• _DATA_:
|---|

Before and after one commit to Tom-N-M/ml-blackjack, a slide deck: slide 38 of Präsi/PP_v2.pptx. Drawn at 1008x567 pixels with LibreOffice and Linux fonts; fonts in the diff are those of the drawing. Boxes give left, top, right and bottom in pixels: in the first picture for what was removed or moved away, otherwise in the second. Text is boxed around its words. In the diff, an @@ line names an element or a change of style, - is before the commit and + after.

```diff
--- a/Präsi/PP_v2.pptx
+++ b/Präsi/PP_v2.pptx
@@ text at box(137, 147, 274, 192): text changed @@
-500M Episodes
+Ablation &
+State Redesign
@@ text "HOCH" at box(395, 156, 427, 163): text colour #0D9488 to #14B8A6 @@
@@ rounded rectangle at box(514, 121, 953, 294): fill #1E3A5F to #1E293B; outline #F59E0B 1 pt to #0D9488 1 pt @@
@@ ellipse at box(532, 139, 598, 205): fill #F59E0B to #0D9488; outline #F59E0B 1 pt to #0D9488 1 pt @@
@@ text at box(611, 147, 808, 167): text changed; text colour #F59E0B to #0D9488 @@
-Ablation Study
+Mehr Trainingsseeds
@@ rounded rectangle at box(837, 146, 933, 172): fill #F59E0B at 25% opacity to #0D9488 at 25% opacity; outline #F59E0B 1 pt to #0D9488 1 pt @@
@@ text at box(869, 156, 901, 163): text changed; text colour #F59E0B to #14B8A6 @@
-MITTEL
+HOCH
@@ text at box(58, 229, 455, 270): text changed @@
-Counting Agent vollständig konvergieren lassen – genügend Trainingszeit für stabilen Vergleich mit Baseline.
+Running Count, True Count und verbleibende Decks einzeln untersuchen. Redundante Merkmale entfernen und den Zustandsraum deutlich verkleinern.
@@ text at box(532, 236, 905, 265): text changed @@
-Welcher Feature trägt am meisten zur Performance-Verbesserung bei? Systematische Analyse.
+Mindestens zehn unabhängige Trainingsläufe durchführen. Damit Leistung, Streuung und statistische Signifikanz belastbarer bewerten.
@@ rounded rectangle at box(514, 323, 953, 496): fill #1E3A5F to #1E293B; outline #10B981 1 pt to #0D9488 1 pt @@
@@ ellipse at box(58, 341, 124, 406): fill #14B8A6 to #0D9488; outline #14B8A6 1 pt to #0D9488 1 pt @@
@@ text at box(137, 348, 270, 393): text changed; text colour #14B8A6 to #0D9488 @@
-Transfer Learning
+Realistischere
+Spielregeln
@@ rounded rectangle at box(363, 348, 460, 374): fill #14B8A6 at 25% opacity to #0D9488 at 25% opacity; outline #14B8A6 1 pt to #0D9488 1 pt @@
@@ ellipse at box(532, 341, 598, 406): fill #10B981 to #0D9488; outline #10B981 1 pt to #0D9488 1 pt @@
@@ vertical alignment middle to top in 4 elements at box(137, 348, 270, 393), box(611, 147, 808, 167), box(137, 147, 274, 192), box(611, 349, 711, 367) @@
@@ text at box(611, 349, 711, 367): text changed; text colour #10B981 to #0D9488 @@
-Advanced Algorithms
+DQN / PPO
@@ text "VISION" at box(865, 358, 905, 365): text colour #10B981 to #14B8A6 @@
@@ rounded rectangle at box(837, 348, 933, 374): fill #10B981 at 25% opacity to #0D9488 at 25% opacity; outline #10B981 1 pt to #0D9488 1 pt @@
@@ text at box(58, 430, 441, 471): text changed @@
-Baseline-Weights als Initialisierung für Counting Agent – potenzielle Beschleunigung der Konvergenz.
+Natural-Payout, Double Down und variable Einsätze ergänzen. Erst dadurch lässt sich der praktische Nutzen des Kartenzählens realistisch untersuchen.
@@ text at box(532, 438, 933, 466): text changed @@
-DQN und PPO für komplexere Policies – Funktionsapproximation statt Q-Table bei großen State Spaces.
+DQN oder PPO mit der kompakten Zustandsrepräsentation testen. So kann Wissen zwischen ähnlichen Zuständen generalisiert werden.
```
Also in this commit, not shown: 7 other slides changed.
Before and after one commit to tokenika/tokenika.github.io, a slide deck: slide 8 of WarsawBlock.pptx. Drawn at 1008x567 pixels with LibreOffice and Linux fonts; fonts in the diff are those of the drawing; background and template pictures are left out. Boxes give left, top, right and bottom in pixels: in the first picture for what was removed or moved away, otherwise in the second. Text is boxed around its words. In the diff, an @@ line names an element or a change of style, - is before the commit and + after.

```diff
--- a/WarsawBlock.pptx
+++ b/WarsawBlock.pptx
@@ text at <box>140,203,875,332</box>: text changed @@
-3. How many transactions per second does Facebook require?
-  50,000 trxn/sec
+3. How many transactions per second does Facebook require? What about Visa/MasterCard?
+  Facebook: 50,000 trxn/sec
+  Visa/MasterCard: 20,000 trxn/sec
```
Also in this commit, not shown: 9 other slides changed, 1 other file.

|---|

• _BRIEF_:
Where a line of the records holds the word "Präsi", copy that line.

• _SOLVED EXERCISE_:
Before and after one commit to Tom-N-M/ml-blackjack, a slide deck: slide 38 of Präsi/PP_v2.pptx. Drawn at 1008x567 pixels with LibreOffice and Linux fonts; fonts in the diff are those of the drawing. Boxes give left, top, right and bottom in pixels: in the first picture for what was removed or moved away, otherwise in the second. Text is boxed around its words. In the diff, an @@ line names an element or a change of style, - is before the commit and + after.
--- a/Präsi/PP_v2.pptx
+++ b/Präsi/PP_v2.pptx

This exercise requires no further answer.